I take my clothes off. One by one I peel them from my body. He doesn't look away. My clothes are a heap on the sand. It will only take one turn of tide to wash them away. We watch each other.
I touch my toes against the line of the sea. How can decisions like this ever be made? And this is Man, standing forever between high and low tide, one foot on the sand and one foot in the surf¦if¦but¦
Decisions like this can't be made. They make themselves. I have lost control, some motor-neuron-response mechanism has kicked in, some pattern of behaviour preordained. I was always meant to end up here. This realisation doesn't shock me, in spite of my years of scorning the sudden conversions of the close to death and old. It drives me forward. I step in ankle deep. He steps beside me, traces his fingers through mine. We go out further, quickly, as if we could overtake the night. There is no pain, just the sharp surprise of the unseasonable water when it spills over your hips, as it had always been. I'd forgotten that. We are swimming. I don't look over my shoulder to see how far from the shore we've come because it doesn't cross my mind.
Life does not belong to dreamers. There must be pragmatists, realists, somewhere, who have survived, for whom life will go on. We are not them. But I bet we had more fun.

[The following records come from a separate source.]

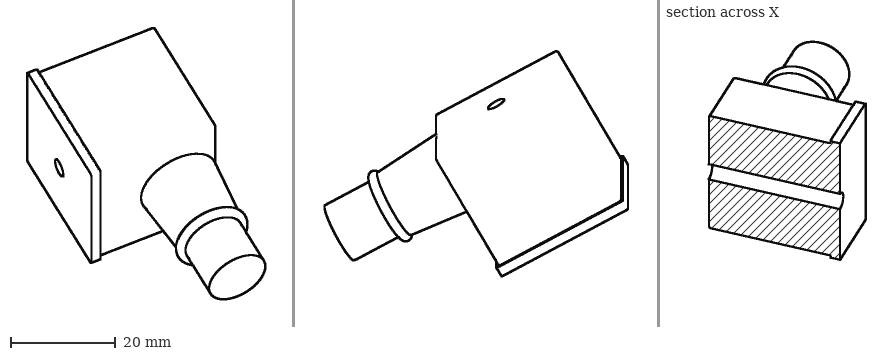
import cadquery as cq

total_length = 52.5
total_depth = 26.8
plate_side = 27.7

plate_thickness = 2.0
plate_overhang = 0.5
corner_radius = 0.5
hole_diameter = 3.5

collar_length = 0.25
taper_base_radius = 8.0
taper_end_radius = 6.7
bead_start = 40.5
bead_width = 2.0
bead_radius = 7.5
tube_radius = 6.0

housing_side = plate_side - 2 * plate_overhang
housing_depth = total_depth - plate_thickness
housing_end = plate_side - plate_overhang
middle = plate_side / 2
outlet_y = total_depth - taper_base_radius
bead_round = bead_width / 2
bead_center = bead_start + bead_round


def make_plate():
    """Front cover with rounded corners."""
    plate = cq.Workplane("XY").box(plate_side, plate_thickness, plate_side)
    plate = plate.edges("|Y").fillet(corner_radius)
    return plate.translate((middle, plate_thickness / 2, middle))


def make_housing():
    """Block behind the plate, rounded along its sides and around its back face."""
    housing = cq.Workplane("XY").box(housing_side, housing_depth, housing_side)
    housing = housing.edges("|Y or >Y").fillet(corner_radius)
    return housing.translate((middle, plate_thickness + housing_depth / 2, middle))


def make_outlet():
    """Turned outlet along X, rooted inside the housing behind its rounded edges."""
    root = housing_end - corner_radius
    profile = (
        cq.Workplane("XY")
        .moveTo(root, 0)
        .lineTo(root, taper_base_radius)
        .lineTo(housing_end + collar_length, taper_base_radius)
        .lineTo(bead_center, taper_end_radius)
        .lineTo(bead_center, tube_radius)
        .lineTo(total_length, tube_radius)
        .lineTo(total_length, 0)
        .close()
    )
    round_to_axis = bead_round - bead_radius
    bead_profile = cq.Workplane("XY").center(bead_center, bead_radius - bead_round).circle(bead_round)
    bead = bead_profile.revolve(360, (0, round_to_axis, 0), (1, round_to_axis, 0))
    outlet = profile.revolve(360, (0, 0, 0), (1, 0, 0)).union(bead)
    return outlet.translate((0, outlet_y, middle))


def make_hole():
    """Screw hole running from the plate through the back of the housing."""
    hole = cq.Workplane("XZ").circle(hole_diameter / 2).extrude(-total_depth)
    return hole.translate((middle, 0, middle))


result = make_plate().union(make_housing()).union(make_outlet()).cut(make_hole())
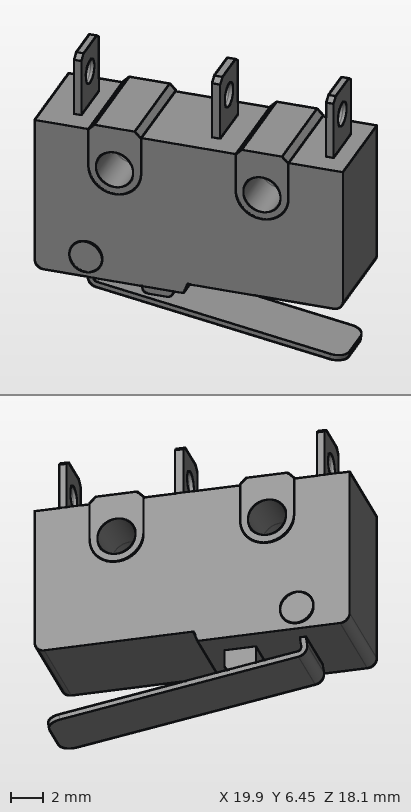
import cadquery as cq


length = 19.89
depth = 6.27
deep_bottom = -10.28
shallow_bottom = -9.6
step_start = 9.6
step_end = 9.87
corner_radius = 0.6

overall_depth = 6.45
pad_spacing = 9.5
pad_centers = [(length - pad_spacing) / 2, (length + pad_spacing) / 2]
pad_width = 3.4
pad_rise = 0.42
pad_chamfer = 0.4
hole_z = -2.47
hole_diameter = 2.4
boss_x = 3.32
boss_z = -8.87
boss_diameter = 2.1

terminals = [(2.25, 0.48), (11.18, 0.54), (18.52, 0.48)]
terminal_height = 4.08
terminal_width = 3.25
terminal_chamfer_y = 0.42
terminal_chamfer_z = 0.32
terminal_hole_z = 2.2
terminal_hole_diameter = 1.55

plunger_x = 7.35
plunger_width = 1.99
plunger_depth = 2.98
plunger_bottom = -11.7
plunger_radius = 0.4

lever_tip_x = 19.53
lever_tip_z = -13.98
lever_tilt = 8.5
lever_length = 16.8
lever_width = 3.88
lever_thickness = 0.38
lever_upstand = 1.8
bend_outer_radius = 0.65
bend_inner_radius = bend_outer_radius - lever_thickness
tip_corner_radius = 0.91

embed = 0.2


def extrude_across(outline, width):
    """Extrude an XZ outline by the given width, centred on Y = 0."""
    return outline.extrude(width / 2, both=True)


def xz_plane():
    return cq.Workplane("XZ")


def make_housing():
    outline = xz_plane().polyline([
        (0, 0),
        (length, 0),
        (length, shallow_bottom),
        (step_end, shallow_bottom),
        (step_start, deep_bottom),
        (0, deep_bottom),
    ]).close()
    block = extrude_across(outline, depth)
    block = block.faces("<X").edges("<Z").fillet(corner_radius)
    right_corner = cq.selectors.NearestToPointSelector((length, 0, shallow_bottom))
    return block.edges("|Y").edges(right_corner).fillet(corner_radius)


def make_pad(x):
    half = pad_width / 2
    outline = (
        xz_plane()
        .moveTo(x - half, hole_z)
        .lineTo(x - half, pad_rise - pad_chamfer)
        .lineTo(x - half + pad_chamfer, pad_rise)
        .lineTo(x + half - pad_chamfer, pad_rise)
        .lineTo(x + half, pad_rise - pad_chamfer)
        .lineTo(x + half, hole_z)
        .threePointArc((x, hole_z - half), (x - half, hole_z))
        .close()
    )
    return extrude_across(outline, overall_depth)


def make_terminal(x, thickness):
    half = terminal_width / 2
    shoulder_z = terminal_height - terminal_chamfer_z
    top_half = half - terminal_chamfer_y
    blade = cq.Workplane("YZ", origin=(x, 0, 0)).polyline([
        (-half, -embed),
        (half, -embed),
        (half, shoulder_z),
        (top_half, terminal_height),
        (-top_half, terminal_height),
        (-half, shoulder_z),
    ]).close().extrude(thickness / 2, both=True)
    hole = (
        cq.Workplane("YZ", origin=(x, 0, 0))
        .center(0, terminal_hole_z)
        .circle(terminal_hole_diameter / 2)
        .extrude(thickness, both=True)
    )
    return blade.cut(hole)


def make_plunger():
    top = deep_bottom + embed
    height = top - plunger_bottom
    block = cq.Workplane("XY").box(plunger_width, plunger_depth, height)
    block = block.edges("|Y and <Z").fillet(plunger_radius)
    return block.translate((plunger_x, 0, (top + plunger_bottom) / 2))


def make_lever():
    outline = xz_plane().polyline([
        (0, 0),
        (0, lever_thickness),
        (lever_thickness - lever_length, lever_thickness),
        (lever_thickness - lever_length, lever_upstand),
        (-lever_length, lever_upstand),
        (-lever_length, 0),
    ]).close()
    strip = extrude_across(outline, lever_width)
    strip = strip.faces("<X").edges("<Z").fillet(bend_outer_radius)
    inner_bend = cq.selectors.NearestToPointSelector(
        (lever_thickness - lever_length, 0, lever_thickness)
    )
    strip = strip.edges("|Y").edges(inner_bend).fillet(bend_inner_radius)
    strip = strip.faces(">X").edges("|Z").fillet(tip_corner_radius)
    strip = strip.rotate((0, 0, 0), (0, 1, 0), lever_tilt)
    return strip.translate((lever_tip_x, 0, lever_tip_z))


def make_cylinder(x, z, diameter):
    """Cylinder along Y that reaches the faces of the pads."""
    circle = xz_plane().center(x, z).circle(diameter / 2)
    return extrude_across(circle, overall_depth)


result = make_housing()
for pad_x in pad_centers:
    result = result.union(make_pad(pad_x))
result = result.union(make_cylinder(boss_x, boss_z, boss_diameter))
for pad_x in pad_centers:
    result = result.cut(make_cylinder(pad_x, hole_z, hole_diameter))
for terminal_x, terminal_thickness in terminals:
    result = result.union(make_terminal(terminal_x, terminal_thickness))
result = result.union(make_plunger())
result = result.union(make_lever())

Once upon a time there were stars in the sky and now I think I see them reflected on the ocean's surface, but it isn't that. We are stirring up little bursts of light as we swim, marking a trail behind us. We daren't give this phenomenon a name, but when we see it we laugh and splash, and at last we touch each other, press against each other, in the weightlessness of the sea. Our movements create a light so great that if there were men in space ships looking down they'd make it out through their telescopes and wonder what that glowing eruption was. But we are alone. I see nothing beyond the light we have created. And slowly, he begins to fade into it too, I loose sight of his nose, and his mouth, so I close my eyes and watch the colours moving behind them. It is a long time before I start to feel myself disappear, but I do, limb by limb, until all that is left of me, all that I am, is the movement of him inside me.